February 5, 2026 at 21:47
Heather Burrows
well, patents are supposed to incentivize innovation. without them, companies wouldn't invest in R&D. but yeah, maybe there's a balance. but honestly, i'm not sure. it's complicated.
February 6, 2026 at 04:10
Savannah Edwards
i've been thinking about this for a while. the trips agreement was supposed to create a fair playing field for intellectual property, but it's really created a system where wealthy nations and corporations hold all the cards. when you look at how it affects healthcare, it's heartbreaking. millions of people can't afford essential medicines because of patent protections. it's not just about the money-it's about lives. for example, in countries like india and south africa, they tried to use compulsory licensing to make HIV drugs affordable, but they faced huge pushback from pharmaceutical companies. the doha declaration was supposed to help, but the process is so complicated that few countries can actually use it. and let's not forget the 'trips-plus' clauses in trade deals that extend patent terms even further. it's like the system is designed to keep drugs expensive. i mean, think about it: a drug that costs $100,000 a year in the us could be made for $500 with generics, but the patent rules prevent that. and then there's the whole issue of how lmics don't have the resources to navigate the legal complexities of compulsory licensing. it's a mess. we need a complete overhaul of how intellectual property is handled in healthcare. otherwise, this inequality will keep getting worse. it's not just about economics-it's about basic human rights. how can we say we care about health when people are dying because they can't afford medicine? this isn't just a policy issue; it's a moral crisis. we need to push for reforms that prioritize people over profits. seriously, how is this still a thing in the 21st century? it's time to act.
February 6, 2026 at 22:30
Mayank Dobhal
this is insane. people are dying because of patent laws. we need to change this immediately.
February 7, 2026 at 13:42
Marcus Jackson
actually, it's more nuanced. the trips agreement does have flexibilities like compulsory licensing, but the problem is countries don't use them because of political pressure. the us and eu often threaten trade sanctions. so it's not just about the rules-it's about enforcement. but yeah, the system is flawed.
February 8, 2026 at 04:51
Natasha Bhala
fix this now
February 9, 2026 at 07:39
Gouris Patnaik
india should have never agreed to trips. we could have made our own rules. now we're stuck because of this. pharma companies are laughing at us.
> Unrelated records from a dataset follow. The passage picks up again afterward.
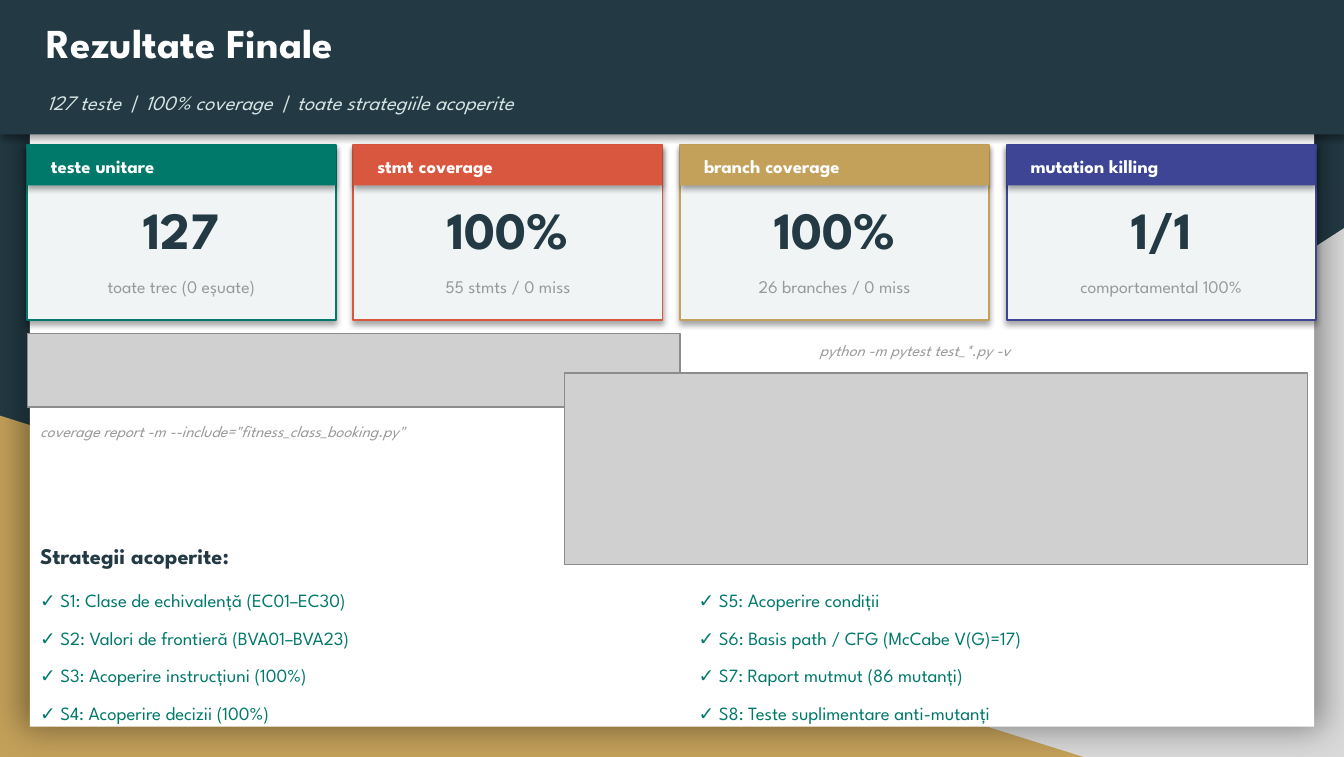
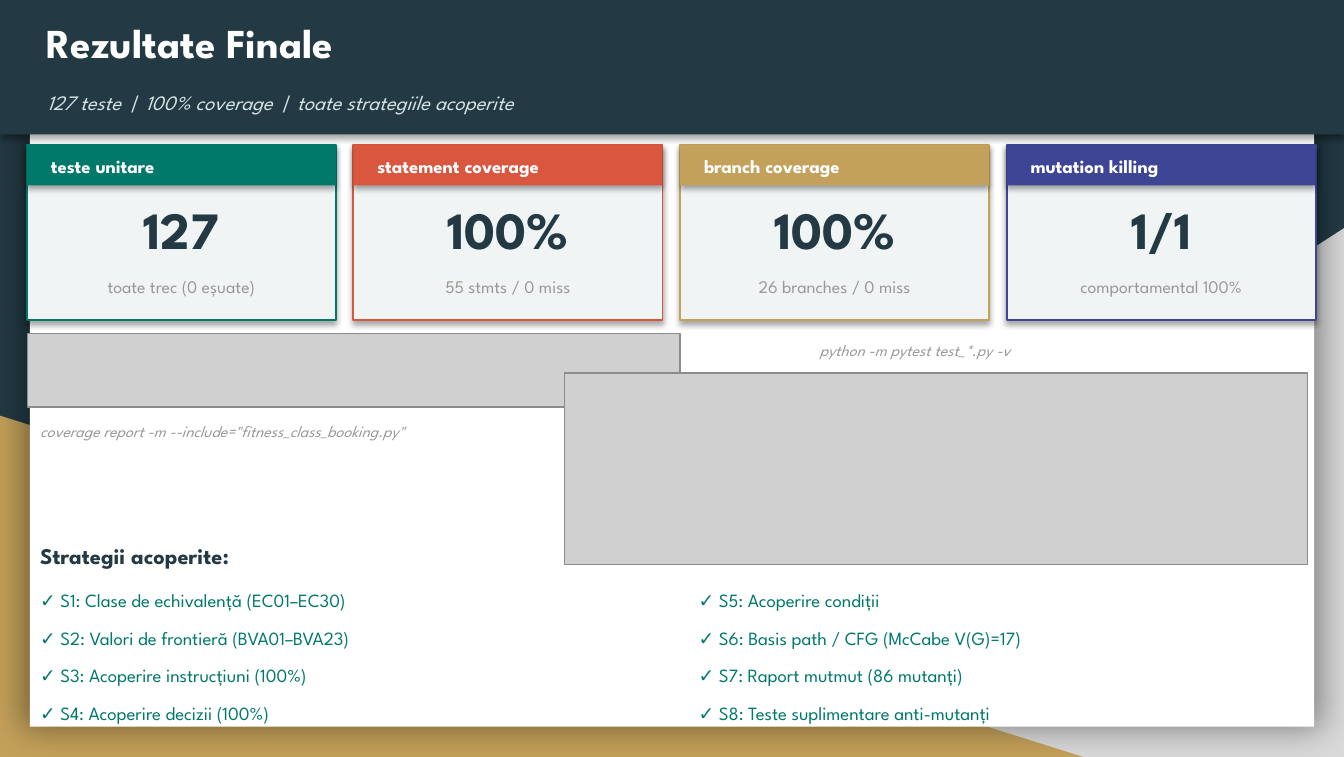
Before and after one commit to denisamihaila/TSS_Proiect, a slide deck: slide 10 of TSS_T1_FitnessClassBooking.pptx. Drawn at 1344x757 pixels with LibreOffice and Linux fonts; fonts in the diff are those of the drawing; grey boxes stand for pictures. Boxes give left, top, right and bottom in pixels: in the first picture for what was removed or moved away, otherwise in the second. Text is boxed around its words. In the diff, an @@ line names an element or a change of style, - is before the commit and + after.

```diff
--- a/TSS_T1_FitnessClassBooking.pptx
+++ b/TSS_T1_FitnessClassBooking.pptx
@@ text at box(377, 162, 539, 177): text changed @@
-stmt coverage
+statement coverage
```

February 10, 2026 at 22:32
Jesse Lord
this is why we need to talk about it more. everyone deserves access to medicine. it's not just a policy issue it's a human rights issue. we need to push for change
February 12, 2026 at 03:41
AMIT JINDAL
well, as a global citizen, i must say that the trips agreement is a necessary evil. yes, there are flaws, but without intellectual property protection, innovation would grind to a halt. 🤔 however, the solution isn't to dismantle trips entirely but to enhance the flexibilities. for instance, improving the article 31bis system would allow for smoother cross-border licensing. but let's not forget that the real issue is the lack of investment in generic manufacturing capacity in lmics. 🌍 without that, even if we waive patents, production won't happen. so, we need a multi-pronged approach. 😊
February 13, 2026 at 21:38
Catherine Wybourne
oh, sure, let's just 'enhance the flexibilities' and 'invest in manufacturing'-because that's exactly what's been happening for decades. 🙄 but hey, maybe if we all just donated a few billion dollars, we'd be fine. seriously though, the system is broken, and pretending it's not is what's keeping us stuck. time to stop being polite and start demanding real change.